Saturday, March 27, 2010

The internet made me.

I love the internet. And so do you. We're all addicted. But at what point does it become an illness haha?

I have a confession.

So although I'm not engaged yet, it's a good idea to have things planned beforehand since me and Clifton want a shorter engagement. Then the actual engagement isn't stressful for us :). I know. We're geniuses.

But I did something bad.

I found the absolute most perfect dress ever online for only $150. Sweet smackin deal right?! And it's not crappy either, it's made of nice things like satin and chaffon and organza. Yum :P. But I decided since I'm poor that I can't buy it until May. Like the END of May. Which made me sad but totally worth it since I'm being better with my money. But the STUPID INTERNET made me keep looking at my perfect dress!

So I bought it yesterday haha. I know, I'm an idiot :D. I can't wait til it comes in :]

Sunday, March 21, 2010

Silly teenagers

So my work tends to be the place where teenagers go and try to show off how cool they are. Wanna hear the best ones?

  • Girls that stuff money down their shirts/training bra. So then when they have to pay they dig down their shirts because somehow it's not in the same place. Lots of the time, I get soggy money that I just know was in some girls armpit by accident and I want to throw up all over them. Seriously, when did this become "cool"? It happens waaaay too much and it's waaaay too sick. Bleh *shudder*. Thoroughly grossed out every time.
  • Just sitting on the ground talking loud so one of their crushes can hear. First of all, you're in the way. Secondly, your crush is on the other side of the arcade...haha um ok.
  • Swearing constantly to show how hardcore they are. Now I'm not one to judge, I like to throw a swear word in every once in awhile; it's fun sometimes. But really, do they KNOW any other words?
  • Now there are some fashions I will never get, and I will always laugh about haha. And there are too many I'm used to now that I can't think of any in particular. Except the pants that are worn mid thigh. Why do these guys want everyone to see their boxers? If they were the coolest design on the planet I would get that, but just plain colors? It's not cool mister teenager! It's not more comfortable either, I see you pulling your pants up every 5 seconds and I see you walking with your legs as wide as they will go.
  • Getting in fights over something small. I probably think this is dumb because I won't even fight back if someone's attacking me; it's just not who I am, so of course I don't understand why people fight for pride or whatever. Use your words little kids lol.

Ok that's all I can think of right now. Really I just wanted to talk about the money in the bra thing. Cause that one has me most confused haha. Silly teenagers. I'm so glad I'm out of that awkward horrific stage of life :P.

Saturday, February 6, 2010

MISUNDERSTOOD

For some reason when I'm not smiling, everyone thinks I hate life. I have had so many comments at work from customers about it. I don't smile ALL THE TIME cause that would be super creeper! There's just something about my face and I don't know what it is.

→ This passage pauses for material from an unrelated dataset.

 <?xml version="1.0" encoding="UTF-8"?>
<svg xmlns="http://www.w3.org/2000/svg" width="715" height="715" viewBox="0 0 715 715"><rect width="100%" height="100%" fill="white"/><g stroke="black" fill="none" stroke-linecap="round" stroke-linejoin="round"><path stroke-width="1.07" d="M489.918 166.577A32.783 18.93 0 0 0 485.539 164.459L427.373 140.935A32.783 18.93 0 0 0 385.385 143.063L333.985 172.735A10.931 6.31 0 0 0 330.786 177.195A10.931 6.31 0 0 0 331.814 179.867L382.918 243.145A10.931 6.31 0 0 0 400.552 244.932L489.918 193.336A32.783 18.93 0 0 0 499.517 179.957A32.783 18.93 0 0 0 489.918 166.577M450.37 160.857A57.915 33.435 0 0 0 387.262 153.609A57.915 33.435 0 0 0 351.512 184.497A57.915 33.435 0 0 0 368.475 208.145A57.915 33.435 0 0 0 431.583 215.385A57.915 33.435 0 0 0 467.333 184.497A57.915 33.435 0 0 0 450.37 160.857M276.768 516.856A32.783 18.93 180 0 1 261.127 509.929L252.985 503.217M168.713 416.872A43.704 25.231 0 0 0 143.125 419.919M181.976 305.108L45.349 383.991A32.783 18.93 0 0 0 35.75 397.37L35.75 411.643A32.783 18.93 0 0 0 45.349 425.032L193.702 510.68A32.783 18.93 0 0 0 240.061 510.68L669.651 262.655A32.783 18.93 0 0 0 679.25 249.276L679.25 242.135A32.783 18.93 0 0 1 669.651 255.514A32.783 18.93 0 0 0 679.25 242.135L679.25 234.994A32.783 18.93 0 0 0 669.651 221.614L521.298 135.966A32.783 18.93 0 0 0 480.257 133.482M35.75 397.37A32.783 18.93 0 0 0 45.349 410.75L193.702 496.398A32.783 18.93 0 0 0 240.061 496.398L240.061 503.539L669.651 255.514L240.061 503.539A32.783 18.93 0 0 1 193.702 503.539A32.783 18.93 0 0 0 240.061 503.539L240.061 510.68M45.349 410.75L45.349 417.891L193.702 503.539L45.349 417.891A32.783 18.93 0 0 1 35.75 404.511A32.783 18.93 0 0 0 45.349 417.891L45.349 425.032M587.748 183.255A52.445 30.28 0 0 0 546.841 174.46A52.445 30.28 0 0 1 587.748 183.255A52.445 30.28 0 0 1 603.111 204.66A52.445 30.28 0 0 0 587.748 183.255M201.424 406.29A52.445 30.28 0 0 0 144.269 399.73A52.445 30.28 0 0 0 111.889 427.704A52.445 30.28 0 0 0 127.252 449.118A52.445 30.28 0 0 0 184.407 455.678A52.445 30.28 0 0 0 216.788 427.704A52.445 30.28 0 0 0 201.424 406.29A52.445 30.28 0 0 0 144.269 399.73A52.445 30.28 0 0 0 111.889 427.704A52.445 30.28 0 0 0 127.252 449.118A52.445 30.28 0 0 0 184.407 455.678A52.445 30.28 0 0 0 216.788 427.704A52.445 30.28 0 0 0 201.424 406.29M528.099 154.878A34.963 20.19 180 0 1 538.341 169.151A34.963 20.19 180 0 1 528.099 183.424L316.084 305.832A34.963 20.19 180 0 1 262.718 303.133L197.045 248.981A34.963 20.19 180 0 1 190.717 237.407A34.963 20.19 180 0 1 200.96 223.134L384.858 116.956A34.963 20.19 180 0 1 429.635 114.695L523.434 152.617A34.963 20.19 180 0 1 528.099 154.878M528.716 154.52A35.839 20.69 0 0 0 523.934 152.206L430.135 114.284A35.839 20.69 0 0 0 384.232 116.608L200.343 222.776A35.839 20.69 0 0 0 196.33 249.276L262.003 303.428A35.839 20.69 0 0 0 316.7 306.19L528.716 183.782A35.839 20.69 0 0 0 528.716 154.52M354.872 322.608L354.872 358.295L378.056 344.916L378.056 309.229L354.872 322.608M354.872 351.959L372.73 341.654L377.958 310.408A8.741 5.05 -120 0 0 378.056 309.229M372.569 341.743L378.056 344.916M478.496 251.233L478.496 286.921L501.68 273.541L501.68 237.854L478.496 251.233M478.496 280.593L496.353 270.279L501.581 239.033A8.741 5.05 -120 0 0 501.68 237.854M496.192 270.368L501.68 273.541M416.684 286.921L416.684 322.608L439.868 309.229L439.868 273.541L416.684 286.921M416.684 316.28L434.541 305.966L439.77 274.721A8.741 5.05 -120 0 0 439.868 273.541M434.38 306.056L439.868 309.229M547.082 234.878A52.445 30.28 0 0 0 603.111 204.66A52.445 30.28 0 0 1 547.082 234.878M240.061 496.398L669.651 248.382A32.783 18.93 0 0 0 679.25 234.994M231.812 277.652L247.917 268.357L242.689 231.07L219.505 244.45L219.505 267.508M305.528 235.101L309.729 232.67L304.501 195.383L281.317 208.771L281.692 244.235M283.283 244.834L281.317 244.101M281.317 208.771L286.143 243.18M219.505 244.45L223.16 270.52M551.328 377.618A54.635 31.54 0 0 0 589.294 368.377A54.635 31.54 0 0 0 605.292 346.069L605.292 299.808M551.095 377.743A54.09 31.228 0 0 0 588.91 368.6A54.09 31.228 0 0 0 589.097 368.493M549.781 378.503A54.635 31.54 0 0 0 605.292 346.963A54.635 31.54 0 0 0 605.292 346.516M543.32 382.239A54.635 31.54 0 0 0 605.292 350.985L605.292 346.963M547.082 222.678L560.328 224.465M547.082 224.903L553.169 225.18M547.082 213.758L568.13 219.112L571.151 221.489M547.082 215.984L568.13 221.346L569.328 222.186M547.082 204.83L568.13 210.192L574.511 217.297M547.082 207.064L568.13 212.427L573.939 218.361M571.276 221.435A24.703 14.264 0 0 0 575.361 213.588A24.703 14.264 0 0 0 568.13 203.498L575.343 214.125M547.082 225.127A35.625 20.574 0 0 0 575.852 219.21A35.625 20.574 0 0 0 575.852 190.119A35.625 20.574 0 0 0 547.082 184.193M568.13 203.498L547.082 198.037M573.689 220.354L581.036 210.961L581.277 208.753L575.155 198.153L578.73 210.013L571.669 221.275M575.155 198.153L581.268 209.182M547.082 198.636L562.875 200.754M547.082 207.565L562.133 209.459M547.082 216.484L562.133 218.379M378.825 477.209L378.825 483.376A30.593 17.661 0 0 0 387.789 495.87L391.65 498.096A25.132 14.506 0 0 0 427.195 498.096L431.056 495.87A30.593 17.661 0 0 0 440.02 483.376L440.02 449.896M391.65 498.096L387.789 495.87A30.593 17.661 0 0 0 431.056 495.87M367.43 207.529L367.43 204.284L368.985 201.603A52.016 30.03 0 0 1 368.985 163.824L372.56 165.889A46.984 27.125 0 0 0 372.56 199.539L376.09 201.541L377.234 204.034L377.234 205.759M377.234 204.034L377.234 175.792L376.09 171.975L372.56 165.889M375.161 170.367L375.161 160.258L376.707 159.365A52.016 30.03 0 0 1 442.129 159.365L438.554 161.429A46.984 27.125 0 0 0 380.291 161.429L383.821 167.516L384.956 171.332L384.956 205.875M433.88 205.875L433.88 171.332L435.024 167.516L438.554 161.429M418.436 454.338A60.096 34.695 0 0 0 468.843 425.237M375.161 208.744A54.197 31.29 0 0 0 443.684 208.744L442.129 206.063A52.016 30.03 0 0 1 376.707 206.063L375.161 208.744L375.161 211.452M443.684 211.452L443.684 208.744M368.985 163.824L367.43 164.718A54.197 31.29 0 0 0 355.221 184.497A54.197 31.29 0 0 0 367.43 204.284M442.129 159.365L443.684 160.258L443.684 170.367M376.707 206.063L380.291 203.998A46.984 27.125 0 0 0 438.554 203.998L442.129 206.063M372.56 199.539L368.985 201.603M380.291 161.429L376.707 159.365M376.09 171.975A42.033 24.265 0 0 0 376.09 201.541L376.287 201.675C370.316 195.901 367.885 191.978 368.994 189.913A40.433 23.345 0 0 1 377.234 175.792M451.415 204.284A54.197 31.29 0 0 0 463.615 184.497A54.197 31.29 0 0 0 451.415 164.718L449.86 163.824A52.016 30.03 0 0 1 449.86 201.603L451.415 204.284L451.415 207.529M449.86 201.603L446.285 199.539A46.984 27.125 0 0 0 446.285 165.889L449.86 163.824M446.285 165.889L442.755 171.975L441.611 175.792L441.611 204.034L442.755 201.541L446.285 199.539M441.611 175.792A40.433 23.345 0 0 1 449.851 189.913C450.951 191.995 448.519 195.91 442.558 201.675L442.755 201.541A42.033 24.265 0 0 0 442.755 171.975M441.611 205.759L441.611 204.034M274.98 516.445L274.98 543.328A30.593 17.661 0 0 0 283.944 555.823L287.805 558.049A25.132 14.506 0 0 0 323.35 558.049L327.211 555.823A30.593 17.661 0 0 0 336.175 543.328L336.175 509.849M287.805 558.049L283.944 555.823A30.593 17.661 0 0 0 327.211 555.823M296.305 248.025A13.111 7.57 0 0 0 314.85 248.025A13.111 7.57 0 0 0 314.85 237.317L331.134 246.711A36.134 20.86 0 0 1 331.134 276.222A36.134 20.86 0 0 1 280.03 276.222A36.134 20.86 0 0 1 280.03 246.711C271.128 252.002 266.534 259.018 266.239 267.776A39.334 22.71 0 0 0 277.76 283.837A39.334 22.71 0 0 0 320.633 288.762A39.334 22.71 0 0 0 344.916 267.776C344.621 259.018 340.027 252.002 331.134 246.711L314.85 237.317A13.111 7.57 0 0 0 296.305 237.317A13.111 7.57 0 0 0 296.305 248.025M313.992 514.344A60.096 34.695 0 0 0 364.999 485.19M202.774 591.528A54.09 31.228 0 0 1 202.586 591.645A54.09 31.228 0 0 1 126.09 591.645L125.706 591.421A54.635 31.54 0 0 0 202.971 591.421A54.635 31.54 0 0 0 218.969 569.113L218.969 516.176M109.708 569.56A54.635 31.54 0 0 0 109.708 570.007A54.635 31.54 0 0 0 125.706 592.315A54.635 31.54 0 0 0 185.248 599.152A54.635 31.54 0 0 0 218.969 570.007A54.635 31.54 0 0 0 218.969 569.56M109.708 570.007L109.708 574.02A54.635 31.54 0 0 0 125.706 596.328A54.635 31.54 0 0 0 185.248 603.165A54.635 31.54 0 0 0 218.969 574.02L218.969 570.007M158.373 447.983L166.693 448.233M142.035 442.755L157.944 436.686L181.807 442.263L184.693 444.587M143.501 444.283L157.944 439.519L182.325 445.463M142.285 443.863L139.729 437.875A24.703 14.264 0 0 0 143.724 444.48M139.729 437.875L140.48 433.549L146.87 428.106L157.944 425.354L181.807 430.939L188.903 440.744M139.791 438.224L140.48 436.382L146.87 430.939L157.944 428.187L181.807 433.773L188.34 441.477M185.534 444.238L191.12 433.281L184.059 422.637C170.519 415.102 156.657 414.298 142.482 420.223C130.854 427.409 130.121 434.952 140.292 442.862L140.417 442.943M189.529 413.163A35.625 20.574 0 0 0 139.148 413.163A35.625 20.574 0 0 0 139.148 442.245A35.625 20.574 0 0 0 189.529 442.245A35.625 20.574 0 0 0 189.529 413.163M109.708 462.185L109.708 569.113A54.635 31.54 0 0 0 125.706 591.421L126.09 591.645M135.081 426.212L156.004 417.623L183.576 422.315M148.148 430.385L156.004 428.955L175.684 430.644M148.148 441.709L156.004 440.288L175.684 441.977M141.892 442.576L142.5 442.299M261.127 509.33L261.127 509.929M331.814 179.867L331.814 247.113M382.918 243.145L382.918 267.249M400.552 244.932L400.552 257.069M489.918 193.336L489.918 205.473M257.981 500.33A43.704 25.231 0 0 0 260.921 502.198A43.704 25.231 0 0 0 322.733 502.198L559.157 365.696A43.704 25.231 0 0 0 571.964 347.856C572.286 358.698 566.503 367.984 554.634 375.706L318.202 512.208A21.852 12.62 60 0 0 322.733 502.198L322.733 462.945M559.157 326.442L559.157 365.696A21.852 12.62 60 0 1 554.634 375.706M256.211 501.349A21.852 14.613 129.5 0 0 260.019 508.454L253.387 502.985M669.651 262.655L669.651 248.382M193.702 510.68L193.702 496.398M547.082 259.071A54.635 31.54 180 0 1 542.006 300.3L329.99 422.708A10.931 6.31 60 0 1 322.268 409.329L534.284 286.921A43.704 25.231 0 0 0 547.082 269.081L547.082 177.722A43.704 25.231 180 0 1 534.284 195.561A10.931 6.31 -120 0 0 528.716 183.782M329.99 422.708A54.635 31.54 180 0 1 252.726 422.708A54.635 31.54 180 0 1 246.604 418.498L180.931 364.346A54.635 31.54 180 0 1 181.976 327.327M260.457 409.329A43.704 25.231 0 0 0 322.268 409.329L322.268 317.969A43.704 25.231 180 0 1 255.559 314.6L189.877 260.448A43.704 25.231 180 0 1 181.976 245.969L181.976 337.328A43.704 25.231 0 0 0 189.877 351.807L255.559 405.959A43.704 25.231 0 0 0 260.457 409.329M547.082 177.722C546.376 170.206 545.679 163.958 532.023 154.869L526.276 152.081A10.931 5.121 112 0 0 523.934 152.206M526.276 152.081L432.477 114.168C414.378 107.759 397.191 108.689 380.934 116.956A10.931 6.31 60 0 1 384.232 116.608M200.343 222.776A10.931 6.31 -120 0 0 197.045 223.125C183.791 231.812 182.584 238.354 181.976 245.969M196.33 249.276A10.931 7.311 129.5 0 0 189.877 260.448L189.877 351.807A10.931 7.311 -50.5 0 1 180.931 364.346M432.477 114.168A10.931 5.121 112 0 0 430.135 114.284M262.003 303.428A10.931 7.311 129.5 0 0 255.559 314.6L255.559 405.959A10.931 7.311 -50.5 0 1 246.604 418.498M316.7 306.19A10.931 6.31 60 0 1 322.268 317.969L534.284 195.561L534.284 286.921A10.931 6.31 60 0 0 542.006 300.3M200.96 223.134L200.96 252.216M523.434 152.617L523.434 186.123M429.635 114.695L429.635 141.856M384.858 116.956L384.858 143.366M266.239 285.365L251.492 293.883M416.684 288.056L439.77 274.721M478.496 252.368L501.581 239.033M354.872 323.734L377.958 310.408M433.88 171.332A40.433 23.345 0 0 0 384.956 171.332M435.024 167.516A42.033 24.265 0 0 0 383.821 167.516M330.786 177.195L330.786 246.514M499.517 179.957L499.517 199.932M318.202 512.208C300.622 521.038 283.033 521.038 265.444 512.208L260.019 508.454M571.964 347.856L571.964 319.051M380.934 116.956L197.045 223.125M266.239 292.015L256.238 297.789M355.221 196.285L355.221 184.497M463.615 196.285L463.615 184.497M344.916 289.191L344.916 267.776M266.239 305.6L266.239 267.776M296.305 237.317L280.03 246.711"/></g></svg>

Sadly, that's not the only thing. There's apparently something about my voice too. Whatever it is, people think I'm much more extreme in the way I feel than I really am. I'll be kidding around with someone then they'll be like "whoa calm down I'm just joking"....so was I...it's sad I have to clarify that though. I mean I know that I'm very expressive and that's not something that's going to change. I'll always be the dork that is making all sorts of faces while reading my book without even realizing it.


I guess I'm just trying to say try not to misunderstand me. Cause even though I may not be smiling, I could be really happy. And even though it seems like I'm really dramatic or extreme, it's all my voices fault haha. Cause I'm actually a pretty chill person, that doesn't want to be misunderstood.

Thursday, February 4, 2010

If it gets any sweeter than this, I don't wanna know.

Once upon a time there was a girl. Named Jesse. And she fell super in love with a boy. Named Clifton.
The end.

Good story huh?

Haha ok. For real. Since I have absolutely nothing else to talk about besides work, I guess starting with my love is a good place. I know. I'm a loser. That's what I get for not being in school :P.

I guess it really started with my decision to go to Snow College in 2007. There I met someone that changed my life in so many ways it's ridiculous. He was my first love and the only thing I saw was me and him together. He only saw me as a friend, and that was the hardest thing for me to understand since I was his best friend and he was attracted to me. Things got really rough and by the summer of 2009, all of my hope in men had gone.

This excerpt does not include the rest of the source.